==== Entries supplied

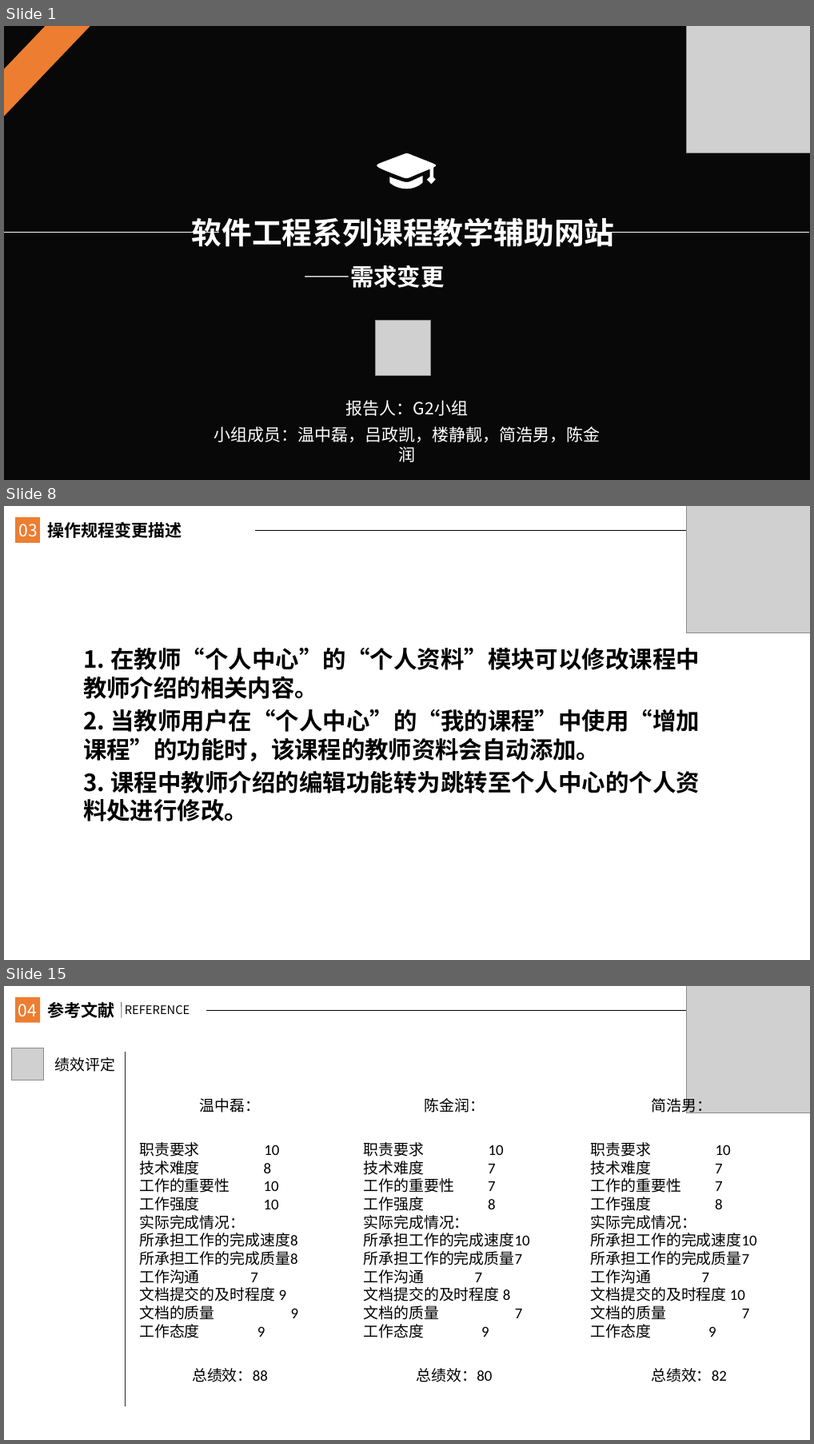
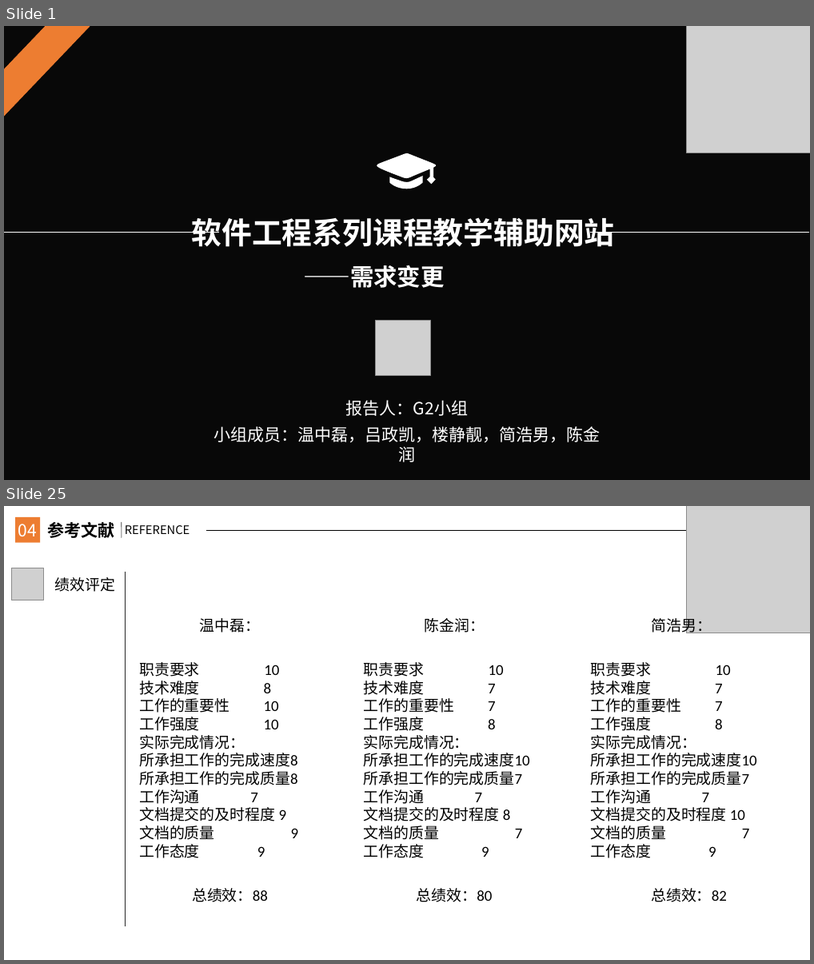
Before and after one commit to JanHonan/store, a slide deck: G2/软件工程系列课程教学辅助网站/非受控文档/楼静靓/PRD2017-G2-需求变更管理ppt.pptx. Shown one above the other, each under a label of ours: slides 1, 8 and 15 before the commit, slides 1 and 25 after it; the slides between them are not shown. The pictures are 814x1444 and 814x964 pixels, drawn with LibreOffice and Linux fonts; fonts in the diff are those of the drawing; grey boxes stand for pictures; background and template pictures are left out; a plain dark background stands for a picture behind light text. Boxes give left, top, right and bottom in pixels: in the first picture for what was removed or moved away, otherwise in the second. Text is boxed around its words. In the diff, an @@ line names an element or a change of style, - is before the commit and + after.

Commit message:
楼静靓 2018-01-13 修改需求变更管理ppt

```diff
--- a/G2/软件工程系列课程教学辅助网站/非受控文档/楼静靓/PRD2017-G2-需求变更管理ppt.pptx
+++ b/G2/软件工程系列课程教学辅助网站/非受控文档/楼静靓/PRD2017-G2-需求变更管理ppt.pptx
@@ slide 8 removed at [4,506,810,960], background #FFFFFF @@
@@ rectangle removed at [15,517,40,542] @@
@@ text removed at [19,524,38,537] @@
-03
@@ text removed at [48,522,182,538] @@
-操作规程变更描述
@@ line removed from (122, 522) to (122, 537) @@
@@ picture removed at [686,506,810,632] @@
@@ line removed from (256, 530) to (810, 530) @@
@@ text removed at [83,648,700,821] @@
-1. 在教师“个人中心”的“个人资料”模块可以修改课程中教师介绍的相关内容。
-2. 当教师用户在“个人中心”的“我的课程”中使用“增加课程”的功能时，该课程的教师资料会自动添加。
-3. 课程中教师介绍的编辑功能转为跳转至个人中心的个人资料处进行修改。
@@ what was slide 15 is now slide 25 @@
```
Also in this commit, not shown: 9 slides changed, 14 slides added, 3 other slides removed.

========

**Instructions for the task**
Copy out all the data without changing anything, and drop the pictures.

**Solution for this task**
Before and after one commit to JanHonan/store, a slide deck: G2/软件工程系列课程教学辅助网站/非受控文档/楼静靓/PRD2017-G2-需求变更管理ppt.pptx. Shown one above the other, each under a label of ours: slides 1, 8 and 15 before the commit, slides 1 and 25 after it; the slides between them are not shown. The pictures are 814x1444 and 814x964 pixels, drawn with LibreOffice and Linux fonts; fonts in the diff are those of the drawing; grey boxes stand for pictures; background and template pictures are left out; a plain dark background stands for a picture behind light text. Boxes give left, top, right and bottom in pixels: in the first picture for what was removed or moved away, otherwise in the second. Text is boxed around its words. In the diff, an @@ line names an element or a change of style, - is before the commit and + after.

Commit message:
楼静靓 2018-01-13 修改需求变更管理ppt

```diff
--- a/G2/软件工程系列课程教学辅助网站/非受控文档/楼静靓/PRD2017-G2-需求变更管理ppt.pptx
+++ b/G2/软件工程系列课程教学辅助网站/非受控文档/楼静靓/PRD2017-G2-需求变更管理ppt.pptx
@@ slide 8 removed at [4,506,810,960], background #FFFFFF @@
@@ rectangle removed at [15,517,40,542] @@
@@ text removed at [19,524,38,537] @@
-03
@@ text removed at [48,522,182,538] @@
-操作规程变更描述
@@ line removed from (122, 522) to (122, 537) @@
@@ picture removed at [686,506,810,632] @@
@@ line removed from (256, 530) to (810, 530) @@
@@ text removed at [83,648,700,821] @@
-1. 在教师“个人中心”的“个人资料”模块可以修改课程中教师介绍的相关内容。
-2. 当教师用户在“个人中心”的“我的课程”中使用“增加课程”的功能时，该课程的教师资料会自动添加。
-3. 课程中教师介绍的编辑功能转为跳转至个人中心的个人资料处进行修改。
@@ what was slide 15 is now slide 25 @@
```
Also in this commit, not shown: 9 slides changed, 14 slides added, 3 other slides removed.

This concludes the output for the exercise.